What do Gmail and Yahoo require from bulk senders?

Since February 2024, Google's email sender guidelines require every sender to publish SPF or DKIM, and anyone sending 5,000 or more messages a day to Gmail accounts to have all three: SPF, DKIM, and a DMARC policy (p=none is enough to start), with an aligned From domain. Yahoo enforces matching rules. Miss them and mail gets rejected or throttled regardless of content. For a small team this is an afternoon of DNS records — do it before you need the volume.

Does authentication guarantee inbox placement?

No. Authentication proves who sent the message, not whether anyone wants it — spammers publish perfect SPF records too. Inbox placement also depends on sender reputation, engagement, list hygiene, and how you handle bounces and your suppression list. Treat SPF, DKIM, and DMARC as the entry ticket, then work on the rest — our guide to email deliverability for startups covers warmup, reputation, and monitoring.

FAQ

Common questions

  • What is the difference between SPF and DKIM?

    SPF validates the server that delivered the message against a list in your DNS; it breaks when mail is forwarded. DKIM signs the message itself, so the signature survives forwarding and proves the content was not modified. They fail in different ways, which is why receivers — and DMARC — want both.

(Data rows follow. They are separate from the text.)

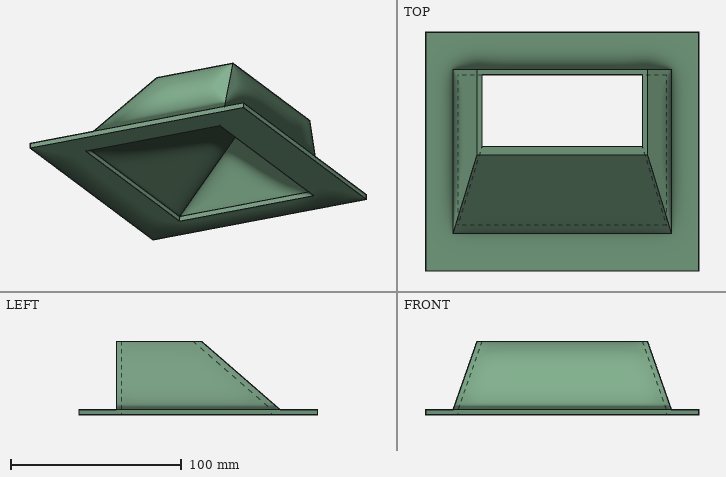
import cadquery as cq

flange_length = 160.0
flange_width = 140.0
flange_thickness = 3.0

hood_height = 40.0
hood_base_length = 128.0
hood_base_width = 96.0
hood_top_length = 100.0
hood_top_width = 50.0
hood_back_y = hood_base_width / 2

wall = 3.0
front_wall = 5.0

total_height = flange_thickness + hood_height

duct_base_length = hood_base_length - 2 * wall
duct_base_width = hood_base_width - wall - front_wall
duct_top_length = hood_top_length - 2 * wall
duct_top_width = hood_top_width - wall - front_wall
duct_back_y = hood_back_y - wall


def tapered_block(base_length, base_width, top_length, top_width, back_y, bottom_z, top_z):
    """Loft between two rectangles whose back edges share one vertical plane."""
    return (
        cq.Workplane("XY", origin=(0, back_y - base_width / 2, bottom_z))
        .rect(base_length, base_width)
        .workplane(offset=top_z - bottom_z)
        .center(0, (base_width - top_width) / 2)
        .rect(top_length, top_width)
        .loft(ruled=True)
    )


def make_flange():
    return cq.Workplane("XY").box(
        flange_length, flange_width, flange_thickness, centered=(True, True, False)
    )


def make_hood():
    return tapered_block(
        hood_base_length, hood_base_width, hood_top_length, hood_top_width,
        hood_back_y, flange_thickness, total_height,
    )


def make_duct():
    """Flared passage through the hood, parallel to its outer faces."""
    return tapered_block(
        duct_base_length, duct_base_width, duct_top_length, duct_top_width,
        duct_back_y, flange_thickness, total_height,
    )


def make_flange_opening():
    """Straight opening through the flange, matching the foot of the duct."""
    return (
        cq.Workplane("XY")
        .center(0, duct_back_y - duct_base_width / 2)
        .rect(duct_base_length, duct_base_width)
        .extrude(flange_thickness)
    )


result = make_flange().union(make_hood()).cut(make_duct()).cut(make_flange_opening())

  • Do I need DMARC if I already have SPF and DKIM?

    Yes, for two reasons. Without DMARC, alignment is not enforced, so a message can pass SPF or DKIM on an unrelated domain while displaying yours. And Gmail and Yahoo require a DMARC policy from bulk senders, so skipping it caps your sending volume.

  • Will SPF, DKIM, and DMARC stop my email going to spam?

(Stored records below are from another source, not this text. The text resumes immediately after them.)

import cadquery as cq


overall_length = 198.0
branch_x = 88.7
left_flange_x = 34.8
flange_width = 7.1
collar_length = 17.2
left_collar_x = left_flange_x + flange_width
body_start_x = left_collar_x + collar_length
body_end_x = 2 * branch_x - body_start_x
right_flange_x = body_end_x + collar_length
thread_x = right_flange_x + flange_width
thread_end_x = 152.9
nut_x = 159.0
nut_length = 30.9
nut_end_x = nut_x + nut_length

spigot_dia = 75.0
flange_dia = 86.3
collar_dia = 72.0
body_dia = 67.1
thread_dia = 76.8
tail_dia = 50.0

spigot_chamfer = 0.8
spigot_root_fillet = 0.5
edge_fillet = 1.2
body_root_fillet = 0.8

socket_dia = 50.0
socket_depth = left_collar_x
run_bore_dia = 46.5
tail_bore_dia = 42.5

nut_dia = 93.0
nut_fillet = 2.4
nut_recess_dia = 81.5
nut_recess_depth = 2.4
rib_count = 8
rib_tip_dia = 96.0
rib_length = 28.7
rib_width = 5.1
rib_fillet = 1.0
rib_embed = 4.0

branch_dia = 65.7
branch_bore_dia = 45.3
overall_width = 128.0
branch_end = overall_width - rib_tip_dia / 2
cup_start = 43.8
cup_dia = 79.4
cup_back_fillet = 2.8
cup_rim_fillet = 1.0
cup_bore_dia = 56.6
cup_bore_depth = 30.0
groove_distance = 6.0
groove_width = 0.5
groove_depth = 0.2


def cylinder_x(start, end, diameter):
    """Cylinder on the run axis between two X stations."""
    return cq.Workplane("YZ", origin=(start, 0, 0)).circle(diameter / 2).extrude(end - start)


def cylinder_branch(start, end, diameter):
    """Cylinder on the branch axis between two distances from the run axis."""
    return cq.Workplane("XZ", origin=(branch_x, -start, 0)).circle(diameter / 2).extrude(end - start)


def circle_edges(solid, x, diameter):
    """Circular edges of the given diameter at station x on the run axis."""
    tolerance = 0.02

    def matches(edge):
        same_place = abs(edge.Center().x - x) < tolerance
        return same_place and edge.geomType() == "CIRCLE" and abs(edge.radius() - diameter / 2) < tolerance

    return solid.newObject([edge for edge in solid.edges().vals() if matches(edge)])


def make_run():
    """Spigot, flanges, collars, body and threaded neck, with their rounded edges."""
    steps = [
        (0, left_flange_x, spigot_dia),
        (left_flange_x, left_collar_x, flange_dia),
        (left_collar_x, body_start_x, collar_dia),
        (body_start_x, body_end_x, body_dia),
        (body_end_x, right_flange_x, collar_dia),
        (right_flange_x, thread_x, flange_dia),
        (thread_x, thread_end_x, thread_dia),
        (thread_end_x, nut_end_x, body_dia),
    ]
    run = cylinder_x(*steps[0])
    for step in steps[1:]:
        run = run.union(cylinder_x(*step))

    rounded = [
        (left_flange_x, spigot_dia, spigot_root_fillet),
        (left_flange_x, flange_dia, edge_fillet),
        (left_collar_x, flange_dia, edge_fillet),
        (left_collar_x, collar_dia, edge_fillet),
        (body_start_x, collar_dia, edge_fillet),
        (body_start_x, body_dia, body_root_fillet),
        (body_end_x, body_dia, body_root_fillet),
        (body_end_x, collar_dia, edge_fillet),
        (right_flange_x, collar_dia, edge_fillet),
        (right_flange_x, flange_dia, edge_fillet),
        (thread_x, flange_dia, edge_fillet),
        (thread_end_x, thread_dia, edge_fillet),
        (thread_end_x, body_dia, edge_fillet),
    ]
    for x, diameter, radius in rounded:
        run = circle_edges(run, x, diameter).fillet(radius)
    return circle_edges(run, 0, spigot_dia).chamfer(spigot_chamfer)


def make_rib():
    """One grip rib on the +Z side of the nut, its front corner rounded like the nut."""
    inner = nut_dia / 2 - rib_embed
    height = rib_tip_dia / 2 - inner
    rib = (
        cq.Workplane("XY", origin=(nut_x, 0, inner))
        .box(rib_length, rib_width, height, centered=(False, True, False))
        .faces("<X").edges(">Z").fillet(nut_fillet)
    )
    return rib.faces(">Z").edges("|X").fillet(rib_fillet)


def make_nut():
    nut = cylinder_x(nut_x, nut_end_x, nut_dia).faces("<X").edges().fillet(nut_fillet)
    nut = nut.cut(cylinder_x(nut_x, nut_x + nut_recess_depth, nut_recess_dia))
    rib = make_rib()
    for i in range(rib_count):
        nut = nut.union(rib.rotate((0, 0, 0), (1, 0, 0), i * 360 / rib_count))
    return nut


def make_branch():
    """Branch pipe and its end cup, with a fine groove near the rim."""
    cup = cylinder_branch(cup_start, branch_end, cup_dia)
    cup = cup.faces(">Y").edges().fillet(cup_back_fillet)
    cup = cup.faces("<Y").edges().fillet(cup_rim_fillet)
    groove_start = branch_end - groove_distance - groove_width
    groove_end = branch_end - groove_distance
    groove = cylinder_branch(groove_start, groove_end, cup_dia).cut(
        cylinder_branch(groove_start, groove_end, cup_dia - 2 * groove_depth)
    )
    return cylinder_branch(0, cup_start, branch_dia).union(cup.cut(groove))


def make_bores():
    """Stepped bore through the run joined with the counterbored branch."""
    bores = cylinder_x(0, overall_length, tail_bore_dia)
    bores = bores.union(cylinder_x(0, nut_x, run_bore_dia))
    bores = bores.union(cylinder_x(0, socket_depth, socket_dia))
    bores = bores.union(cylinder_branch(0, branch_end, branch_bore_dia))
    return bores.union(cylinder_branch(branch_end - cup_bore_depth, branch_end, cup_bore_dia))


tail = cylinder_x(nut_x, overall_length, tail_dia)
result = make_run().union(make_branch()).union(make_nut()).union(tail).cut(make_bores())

    Not by themselves. They remove one reason to filter you — unverifiable identity — but placement still depends on reputation, engagement, and list quality. Fully authenticated mail lands in spam every day.

  • What DMARC policy should a startup start with?

    Start at p=none with a rua reporting address, watch the reports until every legitimate source passes with alignment, then move to p=quarantine and eventually p=reject. Jumping straight to reject is how teams lose their own transactional mail.